Table 2 Target emojis and their verbal counterparts in matched and unmatched conditions.
Table 3 Frequency counts of critical words.

The congruent emoji condition

期末/考试/顺利/通过了, /我/感到/非常/

Final/exam/successfully/passed,/I/felt/very/

I successfully passed the final exam, and I felt very

The congruent verbal condition

期末/考试/顺利/通过了, /我/感到/非常/开心。

Final/exam/successfully/passed,/I/felt/very/happy.

I successfully passed the final exam, and I felt very happy.

The incongruent emoji condition

期末/考试/顺利/通过了, /我/感到/非常/

Final/exam/successfully/passed, I/felt/very/

I successfully passed the final exam, and I felt very.

The incongruent verbal condition

期末/考试/顺利/通过了, /我/感到/非常/伤心。

Final/exam/successfully/passed,/I/felt/very/sad.

I successfully passed the final exam, and I felt very sad.

In the experiment, participants were asked to read the sentences on the screen. Each trial was displayed segment by segment in the center of the monitor. For the first 7 parts each lasted for 800 ms, and the 8th segment displaying the target emoji /word lasted for 1000 ms. The interval between the two trials was 1500 ms, and a total of 240 trials were randomized under these four conditions.

EEG recording

Electroencephalogram (EEG) signals were continuously recorded by the NeuroLab digital amplifier system, with NeuCap of Ag /AgCl electrodes at 64 sites according to the expanded international 10–20 system (Yiran Sunny Technology Co. Ltd, Beijing, China, http://www.neurolab.com.cn). The reference electrode was placed on the tip of nose. It was converted into bilateral mastoids for reference in data analysis. To record vertical and horizontal electro-oculogram (EOG) signals, two electrodes were placed above and below the right eye respectively, and two electrodes at the left and right outer canthi. The impedance of the electrodes was kept below 5kΩ. EEG and EOG signals were amplified with a band pass of 0.1–100 Hz at a sampling rate of 1000 Hz.

Data analysis

Data were analyzed using WinEEG software (www.mitsar-eeg.com) as well as house-made Matlab routines. Raw EEG data were 1.0 Hz high-pass filtered (24 dB). Eye movements were corrected using an ICA procedure (WinEEG software; www.mitsar-eeg.com). Remaining artifacts exceeding ± 100 μV in amplitude or containing a change of over 100 μV within a period of 50 ms were rejected. The EEG was then segmented into epochs ranging from 300 ms before to 1000 ms after stimulus onset for all conditions.

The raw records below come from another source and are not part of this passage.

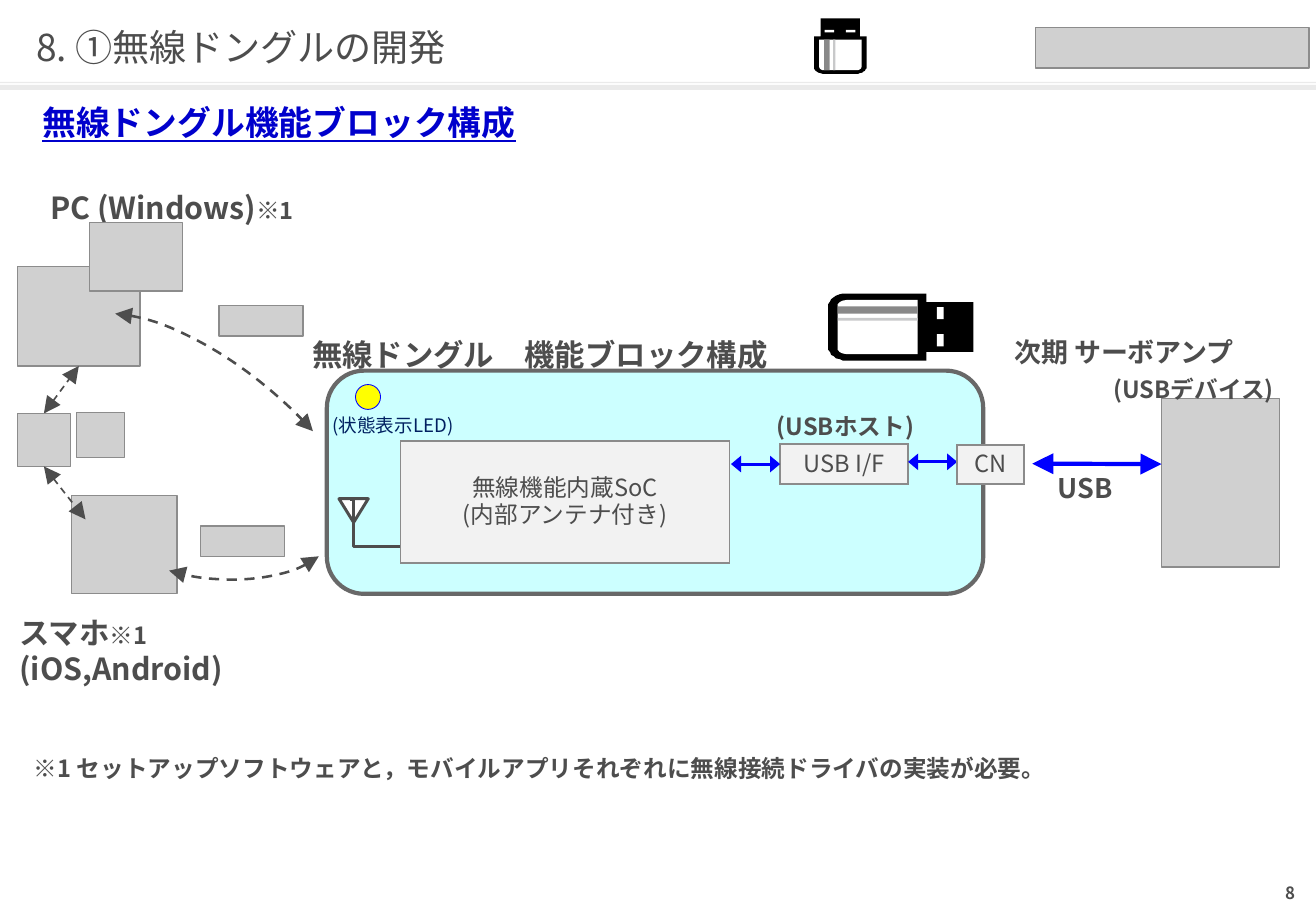
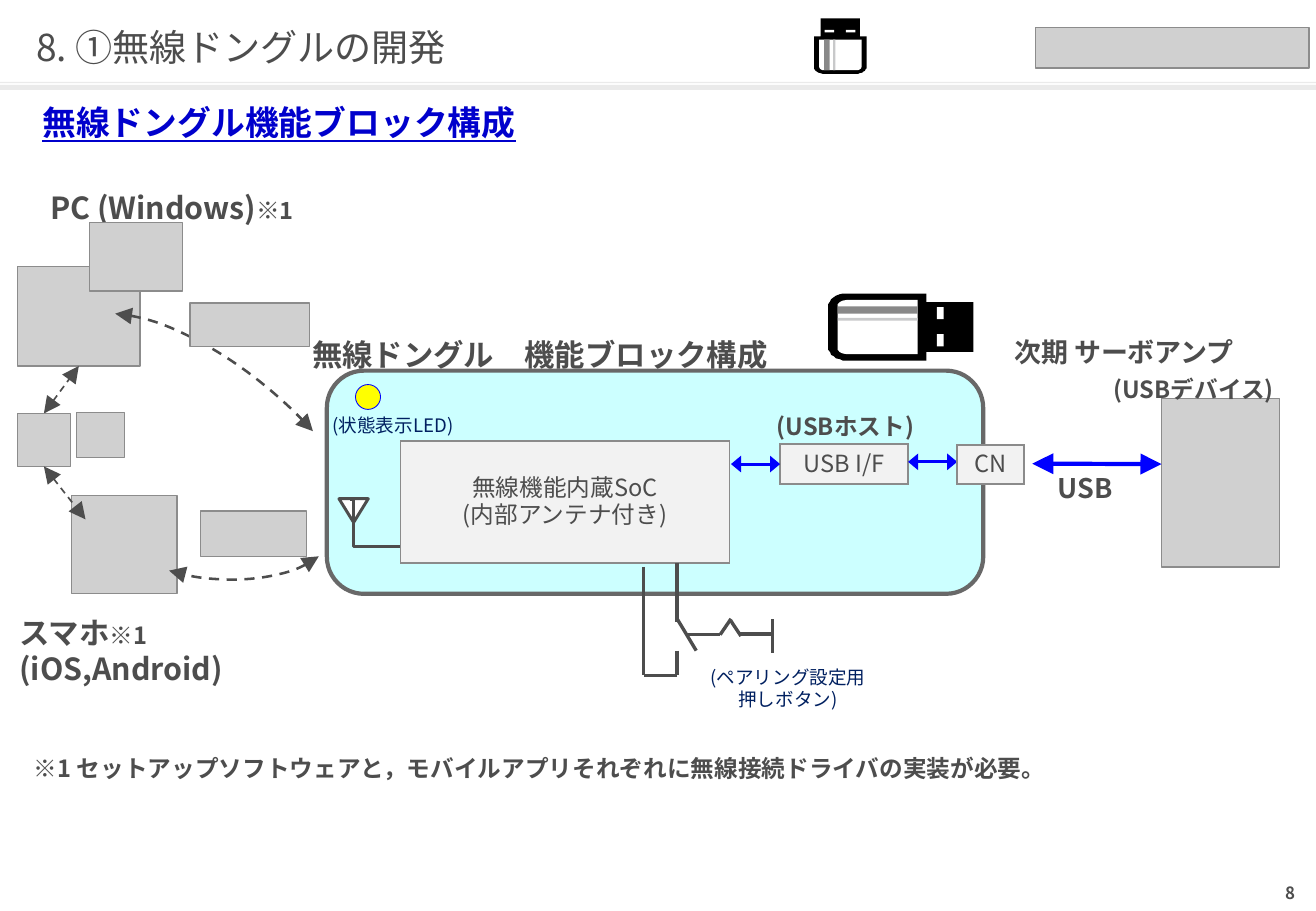
Before and after one commit to qzq03657/hellow-world, a slide deck: slide 9 of 次期サーボシステム_ユーザビリティ向上_藤沢案.pptx. Drawn at 1316x911 pixels with LibreOffice and Linux fonts; fonts in the diff are those of the drawing; grey boxes stand for pictures. Boxes give left, top, right and bottom in pixels: in the first picture for what was removed or moved away, otherwise in the second. Text is boxed around its words. In the diff, an @@ line names an element or a change of style, - is before the commit and + after.

```diff
--- a/次期サーボシステム_ユーザビリティ向上_藤沢案.pptx
+++ b/次期サーボシステム_ユーザビリティ向上_藤沢案.pptx
@@ picture: place and size @@
-picture at (219,306,303,337)
+picture at (190,303,309,346)
@@ picture: place and size @@
-picture at (200,526,284,557)
+picture at (200,512,306,557)
@@ line added from (644, 567) to (644, 676), #4D4D4D 2 pt @@
@@ line added from (677, 563) to (677, 622), #4D4D4D 2 pt @@
@@ line added from (677, 619) to (696, 651), #4D4D4D 2 pt @@
@@ line added from (732, 619) to (721, 636), #4D4D4D 2 pt @@
@@ line added from (732, 621) to (741, 637), #4D4D4D 2 pt @@
@@ line added from (773, 654) to (773, 619), #4D4D4D 2 pt @@
@@ line added from (677, 651) to (677, 676), #4D4D4D 2 pt @@
@@ line added from (721, 636) to (687, 636), #4D4D4D 2 pt @@
@@ line added from (773, 634) to (739, 634), #4D4D4D 2 pt @@
@@ line added from (677, 676) to (644, 676), #4D4D4D 2 pt @@
@@ text added at (710,668,865,710), 11 pt, text #002060 @@
+(ペアリング設定用押しボタン)
```
Also in this commit, not shown: 6 other slides changed, 1 other file.

TBO, i.e., event-related de-synchronization (ERD/S), was calculated by applying a wavelet analysis to individual trials and averaging the time frequency plots (WinEEG software; www.mitsar-eeg.com). This procedure was applied to frequencies ranging from 4 to 7 Hz in steps of 0.5 Hz (theta band) and the amplitudes were extracted and baseline-corrected yielding time–frequency plots.

The scalp distribution of this TBO was widely spread, and therefore, our main analysis compared the mean TBO in left, midline and right clusters of electrodes at anterior, center and posterior regions as well as bio-temporal regions (see Fig. 3). We calculated the mean TBO during an epoch between 200–500 ms post stimulus onset and the measurements were subjected to ANOVAs with repeated measures in order to determine statistical reliability. For the anterior–posterior regions, the factors were stimulus Category (word, emoji), Congruency (congruent, incongruent), Anterior–Posterior distribution (anterior, center, posterior), and Laterality (left, medial, right). For the temporal regions, the factors were stimulus Category (word, emoji), Congruency (congruent, incongruent), and Laterality (left and right). In all the analyses, degrees of freedom and MSEs were corrected for non-sphericity using the Greenhouse–Geisser correction (for simplicity, the uncorrected degrees of freedom are presented).

Figure 3
figure 3

Electrode montages for the different scalp distribution of TBO computation.